Introduction: RAGE activation plays a pivotal role in the pathogenesis of diabetic vasculopathy, however the signal transduction mechanism downstream of RAGE is not fully understood. Yoshimoto et al. previously established the RAGE-overexpressed vascular smooth muscle cell line, RAGE-A10, and found that its slow growth rate and increased monocyte chemotactic protein-one (MCP-1) mRNA expression were analogous to the phenomenon of senescence. Senescent cells display characteristic morphology, including increased senescence-associated ß-galactosidase (SA-ßG) activity, increased proinflammatory status and a slow growth rate.
Aim: This study was undertaken to investigate the possible cellular senescence of RAGE-A10 and determine its potential signal transduction mechanism(s).

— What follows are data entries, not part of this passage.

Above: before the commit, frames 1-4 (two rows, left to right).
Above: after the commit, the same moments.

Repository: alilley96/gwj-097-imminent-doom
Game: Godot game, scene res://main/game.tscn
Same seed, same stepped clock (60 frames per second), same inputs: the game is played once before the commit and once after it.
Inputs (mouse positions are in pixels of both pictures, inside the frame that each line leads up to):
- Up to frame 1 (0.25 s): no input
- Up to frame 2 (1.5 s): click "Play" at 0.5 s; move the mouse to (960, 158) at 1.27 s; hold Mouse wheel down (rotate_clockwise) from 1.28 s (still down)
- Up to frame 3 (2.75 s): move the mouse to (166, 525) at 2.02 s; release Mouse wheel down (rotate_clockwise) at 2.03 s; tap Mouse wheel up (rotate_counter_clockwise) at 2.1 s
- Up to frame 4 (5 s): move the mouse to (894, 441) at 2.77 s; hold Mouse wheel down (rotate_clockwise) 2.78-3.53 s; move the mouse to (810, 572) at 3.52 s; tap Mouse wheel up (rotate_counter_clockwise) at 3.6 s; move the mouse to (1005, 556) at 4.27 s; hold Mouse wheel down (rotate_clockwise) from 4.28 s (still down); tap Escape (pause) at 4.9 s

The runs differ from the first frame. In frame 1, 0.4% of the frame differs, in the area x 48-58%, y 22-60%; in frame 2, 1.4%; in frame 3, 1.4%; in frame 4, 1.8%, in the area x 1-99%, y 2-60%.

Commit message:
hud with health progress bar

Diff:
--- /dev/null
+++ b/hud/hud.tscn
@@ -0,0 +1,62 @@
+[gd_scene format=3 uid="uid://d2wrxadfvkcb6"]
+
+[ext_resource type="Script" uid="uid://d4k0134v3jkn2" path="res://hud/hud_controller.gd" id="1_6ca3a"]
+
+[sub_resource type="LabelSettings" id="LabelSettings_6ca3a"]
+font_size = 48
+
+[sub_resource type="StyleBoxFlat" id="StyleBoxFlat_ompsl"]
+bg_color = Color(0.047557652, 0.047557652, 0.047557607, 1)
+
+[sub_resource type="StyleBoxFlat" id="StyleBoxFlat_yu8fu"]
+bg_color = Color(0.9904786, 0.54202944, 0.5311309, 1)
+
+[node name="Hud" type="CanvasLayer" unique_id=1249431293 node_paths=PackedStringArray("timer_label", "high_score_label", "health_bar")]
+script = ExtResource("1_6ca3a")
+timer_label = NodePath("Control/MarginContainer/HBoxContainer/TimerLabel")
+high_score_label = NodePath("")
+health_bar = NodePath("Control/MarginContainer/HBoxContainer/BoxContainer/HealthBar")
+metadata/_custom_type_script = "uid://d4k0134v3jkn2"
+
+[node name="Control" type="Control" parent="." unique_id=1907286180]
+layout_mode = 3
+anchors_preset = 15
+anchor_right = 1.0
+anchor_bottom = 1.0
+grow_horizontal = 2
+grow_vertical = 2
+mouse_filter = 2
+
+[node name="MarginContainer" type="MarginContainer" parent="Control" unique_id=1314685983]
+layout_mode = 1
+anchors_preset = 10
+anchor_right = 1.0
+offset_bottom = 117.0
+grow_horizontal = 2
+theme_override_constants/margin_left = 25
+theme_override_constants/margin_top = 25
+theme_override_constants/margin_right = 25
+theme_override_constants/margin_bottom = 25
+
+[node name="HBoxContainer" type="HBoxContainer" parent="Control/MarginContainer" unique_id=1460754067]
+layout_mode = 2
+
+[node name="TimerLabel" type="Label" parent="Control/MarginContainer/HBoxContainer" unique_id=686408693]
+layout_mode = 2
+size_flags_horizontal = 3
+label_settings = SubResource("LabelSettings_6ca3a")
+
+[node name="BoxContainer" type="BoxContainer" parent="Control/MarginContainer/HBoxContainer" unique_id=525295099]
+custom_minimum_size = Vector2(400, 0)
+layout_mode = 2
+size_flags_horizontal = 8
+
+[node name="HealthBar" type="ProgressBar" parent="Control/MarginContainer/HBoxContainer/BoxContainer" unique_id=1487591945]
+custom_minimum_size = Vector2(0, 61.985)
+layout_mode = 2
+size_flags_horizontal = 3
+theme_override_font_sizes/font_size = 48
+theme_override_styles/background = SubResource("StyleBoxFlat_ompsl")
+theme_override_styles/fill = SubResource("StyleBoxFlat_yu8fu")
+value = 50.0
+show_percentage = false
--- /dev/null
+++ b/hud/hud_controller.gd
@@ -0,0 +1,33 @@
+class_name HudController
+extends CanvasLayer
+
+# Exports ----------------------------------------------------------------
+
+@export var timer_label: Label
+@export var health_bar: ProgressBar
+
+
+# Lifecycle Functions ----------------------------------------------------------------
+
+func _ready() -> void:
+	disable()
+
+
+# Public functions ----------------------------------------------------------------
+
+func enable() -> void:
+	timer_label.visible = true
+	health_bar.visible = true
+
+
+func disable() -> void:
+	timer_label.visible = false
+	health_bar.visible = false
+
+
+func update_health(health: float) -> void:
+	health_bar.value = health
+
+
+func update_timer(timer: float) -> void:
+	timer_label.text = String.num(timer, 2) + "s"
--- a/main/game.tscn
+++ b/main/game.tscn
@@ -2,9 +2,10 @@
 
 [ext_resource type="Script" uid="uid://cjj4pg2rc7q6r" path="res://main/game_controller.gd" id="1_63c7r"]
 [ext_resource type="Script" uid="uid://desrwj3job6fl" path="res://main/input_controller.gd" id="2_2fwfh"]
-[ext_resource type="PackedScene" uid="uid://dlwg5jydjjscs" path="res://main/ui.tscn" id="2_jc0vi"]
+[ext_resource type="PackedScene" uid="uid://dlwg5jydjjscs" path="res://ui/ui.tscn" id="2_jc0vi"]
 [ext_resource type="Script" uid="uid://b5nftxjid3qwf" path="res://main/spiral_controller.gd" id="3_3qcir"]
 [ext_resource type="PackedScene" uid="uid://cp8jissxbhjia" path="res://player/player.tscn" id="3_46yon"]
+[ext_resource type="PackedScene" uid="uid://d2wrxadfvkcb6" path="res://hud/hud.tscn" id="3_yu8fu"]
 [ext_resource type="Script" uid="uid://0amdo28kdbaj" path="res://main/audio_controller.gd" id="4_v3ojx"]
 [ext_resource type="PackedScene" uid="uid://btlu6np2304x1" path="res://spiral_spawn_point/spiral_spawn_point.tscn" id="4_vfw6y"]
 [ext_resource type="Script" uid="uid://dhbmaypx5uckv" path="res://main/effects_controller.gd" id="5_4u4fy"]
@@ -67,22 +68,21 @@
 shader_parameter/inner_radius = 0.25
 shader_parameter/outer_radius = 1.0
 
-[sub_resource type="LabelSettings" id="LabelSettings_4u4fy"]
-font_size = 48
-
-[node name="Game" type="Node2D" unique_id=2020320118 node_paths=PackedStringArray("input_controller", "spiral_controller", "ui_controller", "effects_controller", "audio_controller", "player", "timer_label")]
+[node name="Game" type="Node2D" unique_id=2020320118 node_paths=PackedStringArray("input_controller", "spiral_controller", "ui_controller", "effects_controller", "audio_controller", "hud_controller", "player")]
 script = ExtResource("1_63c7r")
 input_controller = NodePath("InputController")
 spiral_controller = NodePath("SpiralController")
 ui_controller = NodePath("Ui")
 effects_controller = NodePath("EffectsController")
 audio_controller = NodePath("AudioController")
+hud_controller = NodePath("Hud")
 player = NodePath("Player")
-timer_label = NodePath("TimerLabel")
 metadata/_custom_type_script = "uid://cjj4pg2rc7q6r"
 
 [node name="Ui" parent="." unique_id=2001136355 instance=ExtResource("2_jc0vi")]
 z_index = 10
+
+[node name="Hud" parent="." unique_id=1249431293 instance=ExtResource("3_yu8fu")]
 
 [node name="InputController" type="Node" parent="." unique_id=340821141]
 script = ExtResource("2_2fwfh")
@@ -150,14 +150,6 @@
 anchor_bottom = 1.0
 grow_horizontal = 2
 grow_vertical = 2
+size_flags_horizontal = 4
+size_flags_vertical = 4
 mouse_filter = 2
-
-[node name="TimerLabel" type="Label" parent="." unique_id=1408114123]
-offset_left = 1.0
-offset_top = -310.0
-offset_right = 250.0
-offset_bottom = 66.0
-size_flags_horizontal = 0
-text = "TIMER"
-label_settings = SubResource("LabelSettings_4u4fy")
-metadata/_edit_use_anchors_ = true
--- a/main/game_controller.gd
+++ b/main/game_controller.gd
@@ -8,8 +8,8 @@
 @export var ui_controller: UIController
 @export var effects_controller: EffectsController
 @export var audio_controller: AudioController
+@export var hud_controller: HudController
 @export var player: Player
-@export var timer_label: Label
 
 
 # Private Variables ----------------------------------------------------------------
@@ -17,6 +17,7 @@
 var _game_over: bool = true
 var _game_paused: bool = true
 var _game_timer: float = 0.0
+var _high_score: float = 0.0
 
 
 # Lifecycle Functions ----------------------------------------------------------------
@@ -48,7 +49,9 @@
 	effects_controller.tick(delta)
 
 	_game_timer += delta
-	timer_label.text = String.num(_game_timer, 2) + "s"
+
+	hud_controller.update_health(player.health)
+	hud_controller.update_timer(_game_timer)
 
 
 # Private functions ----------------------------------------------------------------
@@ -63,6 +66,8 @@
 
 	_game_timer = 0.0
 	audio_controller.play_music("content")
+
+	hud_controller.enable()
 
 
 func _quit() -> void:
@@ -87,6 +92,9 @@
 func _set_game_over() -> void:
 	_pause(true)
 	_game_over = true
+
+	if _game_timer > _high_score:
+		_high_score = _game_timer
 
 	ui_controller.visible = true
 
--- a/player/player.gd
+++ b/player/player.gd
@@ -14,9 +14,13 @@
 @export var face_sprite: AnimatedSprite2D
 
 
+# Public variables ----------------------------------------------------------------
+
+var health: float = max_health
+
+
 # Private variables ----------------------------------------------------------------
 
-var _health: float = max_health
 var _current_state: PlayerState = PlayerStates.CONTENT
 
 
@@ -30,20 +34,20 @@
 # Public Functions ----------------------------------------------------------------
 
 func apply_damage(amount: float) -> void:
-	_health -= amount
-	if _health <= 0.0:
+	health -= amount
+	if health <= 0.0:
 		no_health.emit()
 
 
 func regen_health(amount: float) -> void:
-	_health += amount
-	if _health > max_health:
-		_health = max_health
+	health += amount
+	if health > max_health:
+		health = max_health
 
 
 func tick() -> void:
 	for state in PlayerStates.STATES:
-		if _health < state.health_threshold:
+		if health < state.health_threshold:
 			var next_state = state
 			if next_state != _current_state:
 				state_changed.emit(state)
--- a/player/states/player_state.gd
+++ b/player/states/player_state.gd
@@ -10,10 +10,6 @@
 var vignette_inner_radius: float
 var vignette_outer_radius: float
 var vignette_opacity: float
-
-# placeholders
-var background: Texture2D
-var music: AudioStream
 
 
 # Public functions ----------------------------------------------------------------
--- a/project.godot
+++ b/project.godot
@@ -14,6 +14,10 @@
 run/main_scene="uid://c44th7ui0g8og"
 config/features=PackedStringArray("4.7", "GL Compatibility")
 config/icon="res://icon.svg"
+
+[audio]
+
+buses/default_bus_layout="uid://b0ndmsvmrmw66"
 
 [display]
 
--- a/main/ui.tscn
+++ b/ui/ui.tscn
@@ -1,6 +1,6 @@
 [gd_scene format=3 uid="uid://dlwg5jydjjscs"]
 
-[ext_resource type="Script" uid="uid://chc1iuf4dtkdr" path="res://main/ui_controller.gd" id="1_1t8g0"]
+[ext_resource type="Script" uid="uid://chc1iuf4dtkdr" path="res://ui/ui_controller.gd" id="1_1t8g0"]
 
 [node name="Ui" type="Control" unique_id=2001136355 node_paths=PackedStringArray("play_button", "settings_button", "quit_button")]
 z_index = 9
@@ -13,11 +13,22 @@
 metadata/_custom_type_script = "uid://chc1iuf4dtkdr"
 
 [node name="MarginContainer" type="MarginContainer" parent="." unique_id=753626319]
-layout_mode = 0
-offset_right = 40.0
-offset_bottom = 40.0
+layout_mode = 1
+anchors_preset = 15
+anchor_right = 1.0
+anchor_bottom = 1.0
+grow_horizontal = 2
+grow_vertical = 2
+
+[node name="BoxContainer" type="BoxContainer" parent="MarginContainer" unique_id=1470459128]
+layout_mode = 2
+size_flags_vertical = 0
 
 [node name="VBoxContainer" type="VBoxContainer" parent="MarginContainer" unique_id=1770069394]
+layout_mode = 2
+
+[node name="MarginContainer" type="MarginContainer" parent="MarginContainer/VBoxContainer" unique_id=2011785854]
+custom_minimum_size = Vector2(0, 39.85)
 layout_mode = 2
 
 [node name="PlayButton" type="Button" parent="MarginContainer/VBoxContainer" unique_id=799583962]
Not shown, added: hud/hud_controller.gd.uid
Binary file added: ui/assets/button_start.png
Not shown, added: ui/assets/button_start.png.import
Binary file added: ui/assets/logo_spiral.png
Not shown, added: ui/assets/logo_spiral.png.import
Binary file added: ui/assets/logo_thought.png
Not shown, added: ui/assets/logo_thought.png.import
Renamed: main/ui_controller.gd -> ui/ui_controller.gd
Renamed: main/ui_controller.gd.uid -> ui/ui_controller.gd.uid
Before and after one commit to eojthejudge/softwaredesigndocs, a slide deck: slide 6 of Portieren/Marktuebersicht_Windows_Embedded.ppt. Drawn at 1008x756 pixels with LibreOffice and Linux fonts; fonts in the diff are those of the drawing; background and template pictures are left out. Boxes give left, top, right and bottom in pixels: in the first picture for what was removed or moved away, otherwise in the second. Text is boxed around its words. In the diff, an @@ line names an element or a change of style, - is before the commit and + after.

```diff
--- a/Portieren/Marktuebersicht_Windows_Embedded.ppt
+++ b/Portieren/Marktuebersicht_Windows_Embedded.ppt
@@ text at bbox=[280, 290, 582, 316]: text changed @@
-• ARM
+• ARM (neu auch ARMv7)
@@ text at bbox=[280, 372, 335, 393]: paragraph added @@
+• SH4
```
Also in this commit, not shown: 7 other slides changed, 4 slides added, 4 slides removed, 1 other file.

Method: Four rat VSMC cell lines (A10) expressing human RAGE and control cell lines pMX-A10 were cultured. SAßG staining cells were counted by light microscopy. Enzyme-linked immunosorbent assay measured MCP-1 pro-inflammatory protein levels. RAGE cells were treated for 72 h with ligand S100B; NAD(P)H oxidase inhibitor, apocynin; inhibitor of IκB phosphorylation, Bay11074; MEK1 inhibitor, U0126; and Src inhibitor, PP2, all known to be involved in diabetic vasculopathy, Flow cytometry examined cell cycle distribution.
Results: RAGE-A10 cells demonstrated increased SA-ßG activity, significantly increased protein expression of MCP-1 (P<0.05) with ligand stimulation and a slower growth rate, due to delayed G1/S phase cell cycle progression. NF-κB, MAPK and non-receptor tyrosine kinase Src involvement in ligand-induced MCP-1 expression in RAGE-A10 was clearly shown. However increased SA-ßG activity and reduced growth rate appear to be mediated by a ligand-independent signaling pathway.
Conclusion: Our findings demonstrate that RAGE-overexpressed A10 cell lines exhibit characteristic hallmarks of senescence, represented by increased SA-ßG activity, increased proinflammatory status and a slower rate of cell proliferation, via an as yet unknown signal transduction pathway(s). Further investigation into mechanisms downstream of RAGE may provide clearer insight into potential therapeutic targets against RAGE and senescence in the treatment of diabetic vasculopathy.